Dwoje turystów z Krakowa zabłądziło w czwartek w rejonie śluzy Borki w gminie Augustów. Odnaleźli ich policjanci. W poszukiwaniach pomógł policyjny pies.
W czwartek około godziny 19.00 dyżurny Komendy Powiatowej Policji w Augustowie otrzymał informację o parze rowerzystów, która podczas wycieczki zabłądziła na bagnach.
Z policyjnych ustaleń wynikało, że dwoje mieszkańców Krakowa zwiedzało Augustowszczyznę na rowerach. Podczas powrotu do miejsca zakwaterowania, rowerzyści wjechali w teren bagienny, gdzie 41 – letni mężczyzna doznał urazu nogi i nie dał rady dalej się poruszać o własnych siłach. Turyści mieli problem z określeniem swojego dokładnego położenia. Z przekazanych w rozmowie telefonicznej informacji wynikało, że znajdują się oni na bagnach, w rejonie śluzy Borki.

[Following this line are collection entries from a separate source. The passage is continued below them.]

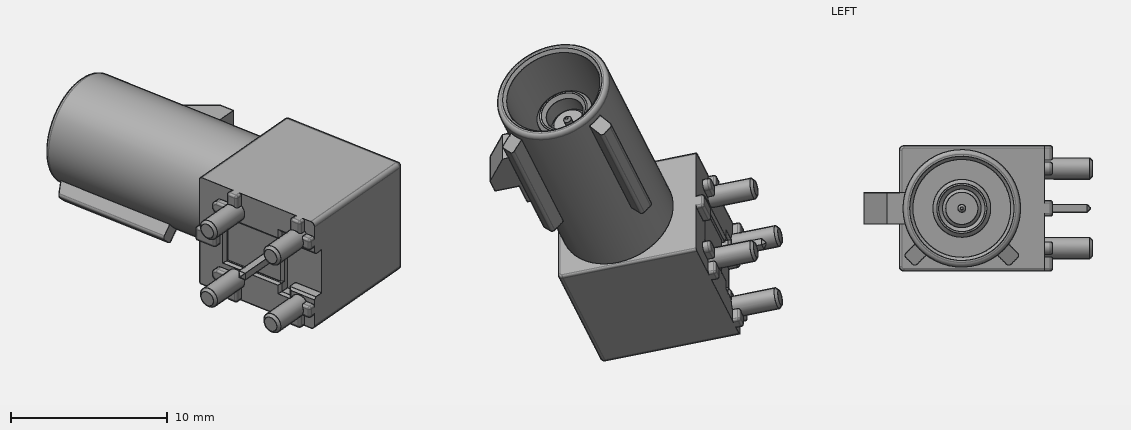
import cadquery as cq


length = 22.8
housing_front = 13.6
housing_width = 8.0
housing_back = 4.0
board_face = 5.3
housing_round = 0.3
front_edge_round = 0.15

barrel_radius = 7.5 / 2
barrel_round = 0.3
bore_radius = 3.12
mouth_chamfer = 0.2

sleeve_radius = 1.85
sleeve_bore_radius = 1.23
sleeve_front = 2.33
sleeve_chamfer = 0.25
insulator_front = 3.5
insulator_chamfer = 0.2
contact_radius = 0.25
contact_front = 3.0
contact_chamfer = 0.15

latch_width = 2.0
latch_front = 4.55
latch_ramp_end = 6.48
latch_catch = 7.52
latch_rear = 9.2
latch_ramp_start_height = 4.79
latch_step_height = 4.63
latch_top = 6.25
latch_root = 3.42

key_angle = 45
key_width = 1.0
key_root = 3.42
key_height = 4.75
key_root_front = 0.6
key_tip_front = 1.05
key_rear = 9.45
key_round = 0.2

pin_x = 19.05
post_spacing = 5.08
post_offset = post_spacing / 2
post_diameter = 1.37
post_end = 8.35
post_chamfer = 0.18
pin_width = 0.5
pin_end = 8.2
pin_chamfer = 0.2

standoff_end = 5.8
rib_width = 0.82
rib_round = 0.15
slot_rib_reach = 1.62
front_pad_length = 1.62
front_pad_width = 1.0

recess_front = 15.44
crossbar_front = 19.85
crossbar_rear = 20.9
recess_width = 3.55
crossbar_width = 4.83
shallow_depth = 0.3
deep_depth = 0.75
bevel_along_x = 0.2
bevel_along_z = 0.15
bevel_depth = 0.15

post_xs = (pin_x - post_offset, pin_x + post_offset)
sides = (-1, 1)


def block(x_range, y_range, z_range):
    """Box spanning the given (low, high) ranges."""
    spans = [high - low for low, high in (x_range, y_range, z_range)]
    corner = (x_range[0], y_range[0], z_range[0])
    return cq.Workplane("XY").box(*spans, centered=False).translate(corner)


def board_plane(x, y, z):
    """Workplane whose normal is -Y, with local x along X and local y along Z."""
    return cq.Workplane("XZ", origin=(x, y, z))


def make_housing():
    half = housing_width / 2
    body = block((housing_front, length), (-board_face, housing_back), (-half, half))
    rear_and_back = body.faces(">X or >Y").edges("not(<X or <Y)")
    body = rear_and_back.fillet(housing_round)
    return body.faces("<X").edges("not <Y").fillet(front_edge_round)


def make_barrel():
    """Barrel shell with a flat rim between the outer round and the mouth chamfer."""
    shell = (
        cq.Workplane("YZ")
        .circle(barrel_radius)
        .extrude(housing_front)
        .faces("<X").edges().fillet(barrel_round)
    )
    bore = cq.Workplane("YZ").circle(bore_radius).extrude(housing_front)
    shell = shell.cut(bore)
    mouth = shell.faces("<X").edges(cq.selectors.RadiusNthSelector(0))
    return mouth.chamfer(mouth_chamfer)


def rod(radius, front, chamfer):
    """Rod on the barrel axis from its chamfered front end to the housing."""
    return (
        cq.Workplane("YZ", origin=(front, 0, 0))
        .circle(radius)
        .extrude(housing_front - front)
        .faces("<X").edges().chamfer(chamfer)
    )


def make_inner_contact():
    """Sleeve around a recessed insulator, with the centre contact standing out of it."""
    sleeve_bore = cq.Workplane("YZ").circle(sleeve_bore_radius).extrude(housing_front)
    sleeve = rod(sleeve_radius, sleeve_front, sleeve_chamfer).cut(sleeve_bore)
    sleeve_mouth = sleeve.faces("<X").edges(cq.selectors.RadiusNthSelector(0))
    sleeve = sleeve_mouth.chamfer(sleeve_chamfer)
    insulator = rod(sleeve_bore_radius, insulator_front, insulator_chamfer)
    contact = rod(contact_radius, contact_front, contact_chamfer)
    return sleeve.union(insulator).union(contact)


def make_latch():
    outline = [
        (latch_front, latch_root),
        (latch_front, latch_ramp_start_height),
        (latch_ramp_end, latch_top),
        (latch_catch, latch_top),
        (latch_catch, latch_step_height),
        (latch_rear, latch_step_height),
        (latch_rear, latch_root),
    ]
    return cq.Workplane("XY").polyline(outline).close().extrude(latch_width / 2, both=True)


def make_key(angle):
    """Key bar with a raked front end, turned about the barrel axis away from -Z."""
    outline = [
        (key_root_front, -key_root),
        (key_tip_front, -key_height),
        (key_rear, -key_height),
        (key_rear, -key_root),
    ]
    bar = cq.Workplane("XZ").polyline(outline).close().extrude(key_width / 2, both=True)
    bar = bar.faces("<Z").edges("|X").fillet(key_round)
    return bar.rotate((0, 0, 0), (1, 0, 0), angle)


def make_post(x, z):
    return (
        board_plane(x, -board_face, z)
        .circle(post_diameter / 2)
        .extrude(post_end - board_face)
        .faces("<Y").edges().chamfer(post_chamfer)
    )


def make_signal_pin():
    """Square pin standing on the shallow recess floor."""
    foot = board_face - shallow_depth
    return (
        board_plane(pin_x, -foot, 0)
        .rect(pin_width, pin_width)
        .extrude(pin_end - foot)
        .faces("<Y").edges().chamfer(pin_chamfer)
    )


def make_rib(x_range, z_range):
    """Standoff rib on the board face, rounded everywhere except along its foot."""
    rib = block(x_range, (-standoff_end, -board_face), z_range)
    return rib.edges("not >Y").fillet(rib_round)


def make_slot_rib(x, z):
    """Standoff rib running forward from a post to a full-round end."""
    rib_length = slot_rib_reach + rib_width / 2
    return (
        board_plane(x - slot_rib_reach + rib_length / 2, -board_face, z)
        .slot2D(rib_length, rib_width)
        .extrude(standoff_end - board_face)
        .faces("<Y").edges().fillet(rib_round)
    )


def make_standoffs():
    """Front pad, ribs from each post to the nearest side, and one fore-and-aft rib per post."""
    half_rib = rib_width / 2
    half_pad = front_pad_width / 2
    front_post_x, rear_post_x = post_xs
    pad_range = (housing_front, housing_front + front_pad_length)
    ribs = make_rib(pad_range, (-half_pad, half_pad))
    for side in sides:
        post_z = side * post_offset
        z_range = sorted((post_z, side * housing_width / 2))
        for x in post_xs:
            ribs = ribs.union(make_rib((x - half_rib, x + half_rib), z_range))
        ribs = ribs.union(make_slot_rib(front_post_x, post_z))
        ribs = ribs.union(make_rib((rear_post_x, length), (post_z - half_rib, post_z + half_rib)))
    return ribs


def make_recess(x_range, width, rim_depth, floor_depth, side_bevel=bevel_along_z):
    """Cutter for a straight-walled recess with a bevelled rim; depths are below the board face."""
    x_low, x_high = x_range
    x_length = x_high - x_low
    inner_size = (x_length - 2 * bevel_along_x, width - 2 * side_bevel)
    x_mid = (x_low + x_high) / 2
    bevel = (
        board_plane(x_mid, -board_face + rim_depth, 0)
        .rect(x_length, width)
        .workplane(offset=-bevel_depth)
        .rect(*inner_size)
        .loft(ruled=True)
    )
    well = board_plane(x_mid, -board_face + floor_depth, 0).rect(*inner_size).extrude(floor_depth - rim_depth)
    return bevel.union(well)


def make_stepped_recess():
    """Cutter for a shallow recess that steps down into a deep T-shaped one open at the rear."""
    crossbar_mid = (crossbar_front + crossbar_rear) / 2
    past_rear = length + 2 * bevel_along_x
    crossbar_range = (crossbar_front, crossbar_rear)
    step_width = recess_width - 2 * bevel_along_z
    shallow = make_recess((recess_front, crossbar_rear), recess_width, 0, shallow_depth)
    crossbar = make_recess(crossbar_range, crossbar_width, 0, deep_depth)
    step = make_recess(crossbar_range, step_width, shallow_depth, deep_depth, side_bevel=0)
    rear_channel = make_recess((crossbar_mid - bevel_along_x, past_rear), recess_width, 0, deep_depth)
    return shallow.union(crossbar).union(step).union(rear_channel)


result = make_housing().cut(make_stepped_recess())
result = result.union(make_barrel()).union(make_inner_contact()).union(make_latch())
for side in sides:
    result = result.union(make_key(side * key_angle))
result = result.union(make_standoffs()).union(make_signal_pin())
for x in post_xs:
    for side in sides:
        result = result.union(make_post(x, side * post_offset))

- Po przybyciu we wskazany rejon funkcjonariusze znaleźli się w miejscu całkowicie niedostępnym dla samochodów. Wykorzystali psa tropiącego, który prowadził ich w głąb bagien, cały czas nawiązywali też kontakt telefoniczny ze zgłaszającym, który naprowadzał ich na swoją pozycję. Po przebyciu około 5 km od pojazdu, udało im się nawiązać kontakt głosowy z turystami. Podążając za okrzykami przedarli się przez zarośla i w szuwarach zauważyli dwójkę wycieńczonych ludzi – relacjonuje komisarz Paweł Jakubiak, oficer prasowy policji w Augustowie.
Policjanci wzięli ich rowery i wskazali drogę do wyjścia z bagien. Wezwali na miejsce patrol pełniący służbę z wykorzystaniem Quadów. Dzięki czterokołowym pojazdom terenowym, policjanci dostarczyli mieszkańców Krakowa wraz z rowerami do radiowozu. Następnie radiowozem przetransportowali mężczyznę do czekającej przy śluzie Borki karetki pogotowia. Towarzyszącą mu 48 – letnią kobietę odwieźli do ośrodka wczasowego, w którym byli zakwaterowani.